[RECORD EXTRACTS — start]

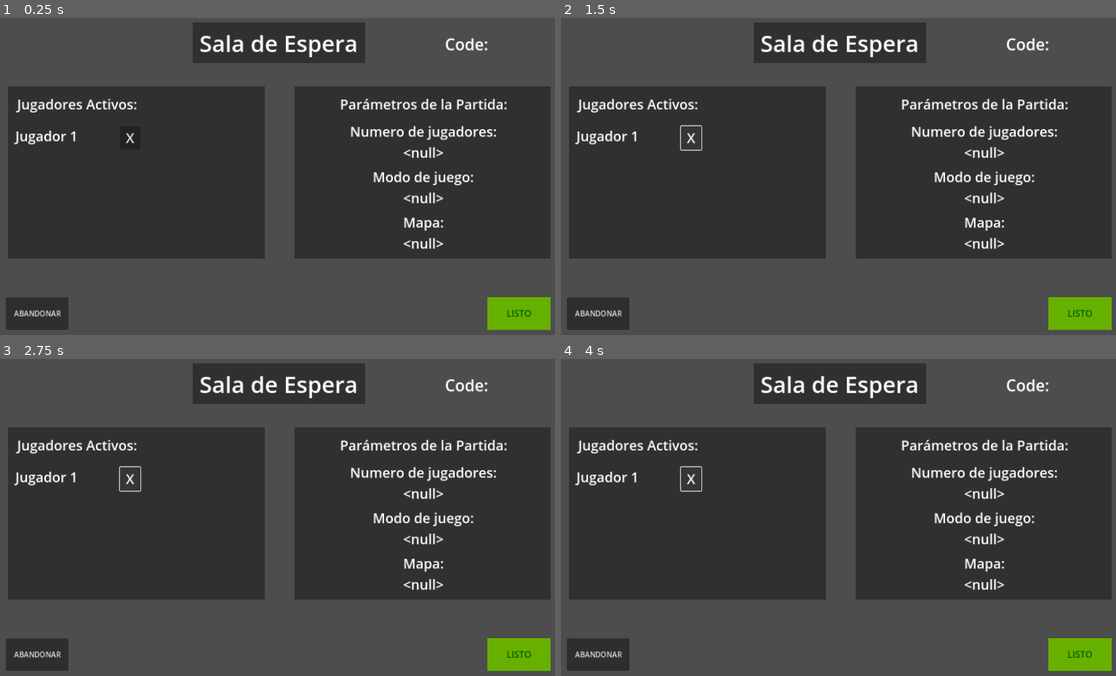
Above: before the commit, frames 1-4 (two rows, left to right).
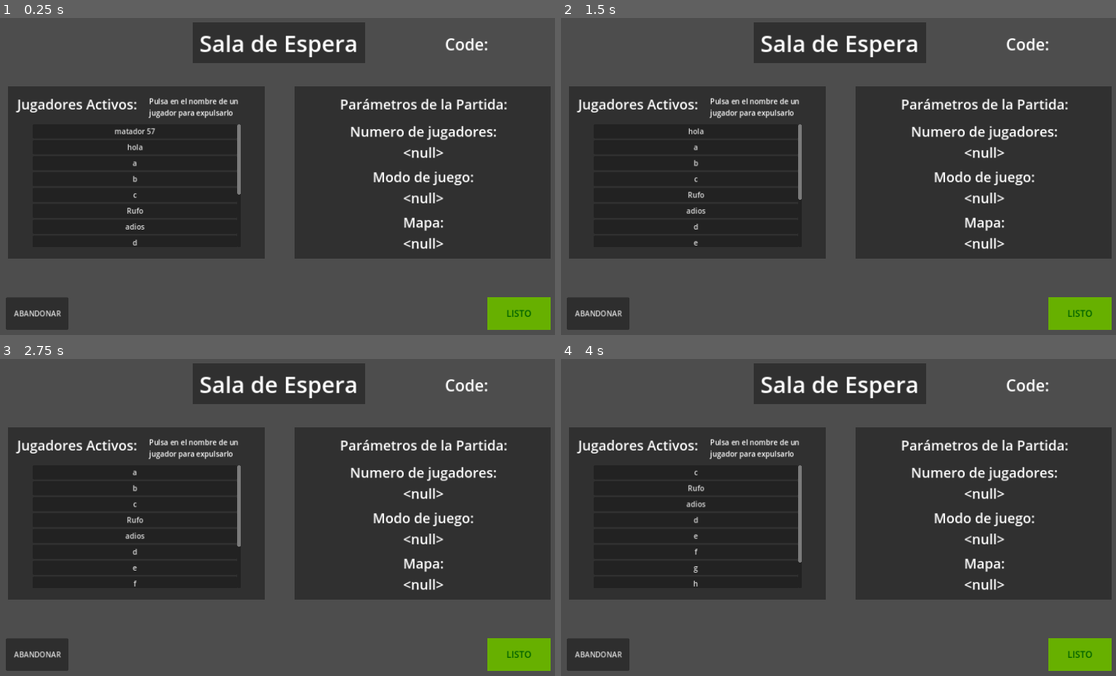
Above: after the commit, the same moments.

Repository: codemonsters/tag-of-war
Game: Godot game, scene res://screens/menu/sala_espera_admin.tscn
The game is run twice, just before and just after one commit, with the same random seed, the same clock (stepped at 60 frames per second) and the same inputs. This scene is started directly instead of the project's main scene.
Inputs (mouse positions are in pixels of both pictures, inside the frame that each line leads up to):
- Up to frame 1 (0.25 s): no input
- Up to frame 2 (1.5 s): click "X" (after the commit: "ABANDONAR") at 0.5 s; click (694, 132) at 1.25 s, where only the run after the commit has a clickable "matador 57"
- Up to frame 3 (2.75 s): click (133, 473) at 2 s, where only the run after the commit has a clickable "hola"
- Up to frame 4 (4 s): click (694, 473) at 2.75 s, where only the run after the commit has a clickable "a"; click (694, 473) at 3.5 s, where only the run after the commit has a clickable "b"

The runs differ from the first frame. In frame 1, 1.0% of the frame differs, in the area x 2-44%, y 25-72%; in frame 2, 1.0%; in frame 3, 1.0%; in frame 4, 1.0%.

Commit message:
Ya se puede eliminar a los jugadores desde la pantalla de espera del admin

Diff:
--- a/cliente/src/screens/menu/sala_espera_admin.gd
+++ b/cliente/src/screens/menu/sala_espera_admin.gd
@@ -3,23 +3,29 @@
 signal connect_to_server()
 signal send_to_server(message: Variant)
 var valor_anterior = "LISTO"
+var player_names = ["matador 57", "hola", "a", "b", "c", "Rufo", "adios", "d", "e", "f", "g", "h", "i", "j"]
 
 # Called when the node enters the scene tree for the first time.
 func _ready() -> void:
+	$AloneTab.visible = false
 	$GameDataRect/NumberPlayers.text = "Numero de jugadores:\n" + str(Globales.players_number)
 	$GameDataRect/MapName.text = "Mapa:\n" + str(Globales.map_name)
 	$GameDataRect/Gamemode.text = "Modo de juego:\n" + str(Globales.gamemode)
 	#get_parent().get_parent().server_message_recieved.connect(on_server_message_recieved)
 	for child in $PlayerListRect/ScrollContainer/VBoxContainer.get_children():
 		child.queue_free()
-	#for name in player_names:
-		#var button = Button.new()
-		#button.text = name
-		#$VBoxContainer.add_child(button)
+	for name in player_names:
+		var button = Button.new()
+		button.text = name
+		button.pressed.connect(self._on_button_pressed.bind(button))
+		$PlayerListRect/ScrollContainer/VBoxContainer.add_child(button)
 
 # Called every frame. 'delta' is the elapsed time since the previous frame.
 func _process(delta: float) -> void:
-	pass
+	if player_names.size() == 0:
+		$AloneTab.visible = true
+	else:
+		$AloneTab.visible = false
 
 
 func _on_leave_button_pressed() -> void:
@@ -36,3 +42,13 @@
 	else:
 		$ListoButton.text = "LISTO"
 		valor_anterior = "LISTO"
+
+func _on_button_pressed(button: Button):
+	player_names.erase(button.text)
+	for child in $PlayerListRect/ScrollContainer/VBoxContainer.get_children():
+		child.queue_free()
+	for name in player_names:
+		button = Button.new()
+		button.text = name
+		button.pressed.connect(self._on_button_pressed.bind(button))
+		$PlayerListRect/ScrollContainer/VBoxContainer.add_child(button)
--- a/cliente/src/screens/menu/sala_espera_admin.tscn
+++ b/cliente/src/screens/menu/sala_espera_admin.tscn
@@ -102,66 +102,16 @@
 text = "Jugadores Activos:"
 horizontal_alignment = 1
 
-[node name="PlayerList1" type="Label" parent="PlayerListRect"]
-layout_mode = 1
-anchors_preset = 5
-anchor_left = 0.5
-anchor_right = 0.5
-offset_left = -266.0
-offset_top = 88.0
-offset_right = 48.0
-offset_bottom = 158.0
-grow_horizontal = 2
-theme_override_font_sizes/font_size = 30
-text = "Jugador 1"
-
-[node name="KickPlayer1" type="Button" parent="PlayerListRect"]
-layout_mode = 0
-offset_left = 246.0
-offset_top = 88.0
-offset_right = 291.0
-offset_bottom = 138.0
-theme_override_font_sizes/font_size = 30
-text = "X"
-
 [node name="ScrollContainer" type="ScrollContainer" parent="PlayerListRect"]
 layout_mode = 0
 offset_left = 54.0
-offset_top = 151.0
+offset_top = 84.0
 offset_right = 512.0
 offset_bottom = 355.0
 
 [node name="VBoxContainer" type="VBoxContainer" parent="PlayerListRect/ScrollContainer"]
 custom_minimum_size = Vector2(450, 100)
 layout_mode = 2
-
-[node name="Button" type="Button" parent="PlayerListRect/ScrollContainer/VBoxContainer"]
-layout_mode = 2
-text = "Jugador 1"
-
-[node name="Button2" type="Button" parent="PlayerListRect/ScrollContainer/VBoxContainer"]
-layout_mode = 2
-text = "Jugador 2"
-
-[node name="Button3" type="Button" parent="PlayerListRect/ScrollContainer/VBoxContainer"]
-layout_mode = 2
-text = "Jugador 3"
-
-[node name="Button4" type="Button" parent="PlayerListRect/ScrollContainer/VBoxContainer"]
-layout_mode = 2
-text = "Jugador 4"
-
-[node name="Button5" type="Button" parent="PlayerListRect/ScrollContainer/VBoxContainer"]
-layout_mode = 2
-text = "Jugador 5"
-
-[node name="Button6" type="Button" parent="PlayerListRect/ScrollContainer/VBoxContainer"]
-layout_mode = 2
-text = "Jugador 6"
-
-[node name="Button7" type="Button" parent="PlayerListRect/ScrollContainer/VBoxContainer"]
-layout_mode = 2
-text = "Jugador 7"
 
 [node name="GameDataRect" type="ColorRect" parent="."]
 layout_mode = 1
@@ -261,6 +211,28 @@
 toggle_mode = true
 text = "LISTO"
 
+[node name="AloneTab" type="Label" parent="."]
+layout_mode = 1
+anchors_preset = 5
+anchor_left = 0.5
+anchor_right = 0.5
+offset_left = -491.0
+offset_top = 253.0
+offset_right = -151.0
+offset_bottom = 295.0
+grow_horizontal = 2
+theme_override_font_sizes/font_size = 30
+text = "De momento estás solo"
+horizontal_alignment = 1
+
+[node name="Label" type="Label" parent="."]
+layout_mode = 0
+offset_left = 355.0
+offset_top = 172.0
+offset_right = 586.0
+offset_bottom = 239.0
+text = "Pulsa en el nombre de un
+jugador para expulsarlo"
+
 [connection signal="pressed" from="LeaveButton" to="." method="_on_leave_button_pressed"]
-[connection signal="pressed" from="PlayerListRect/KickPlayer1" to="." method="_on_leave_button_pressed"]
 [connection signal="toggled" from="ListoButton" to="." method="_on_listo_button_toggled"]
Not shown: 1 places in cliente/src/screens/menu/create_game.tscn that only renumber resources
Not shown: 1 places in cliente/src/screens/menu/lista_servidores.tscn that only renumber resources

[RECORD EXTRACTS — finish]

**WHAT TO WORK ON:** Begin at the first line of the records and please reproduce every line exactly through the one containing "The game is", leaving all pictures out.

**REPLY:**
Above: before the commit, frames 1-4 (two rows, left to right).
Above: after the commit, the same moments.

Repository: codemonsters/tag-of-war
Game: Godot game, scene res://screens/menu/sala_espera_admin.tscn
The game is run twice, just before and just after one commit, with the same random seed, the same clock (stepped at 60 frames per second) and the same inputs. This scene is started directly instead of the project's main scene.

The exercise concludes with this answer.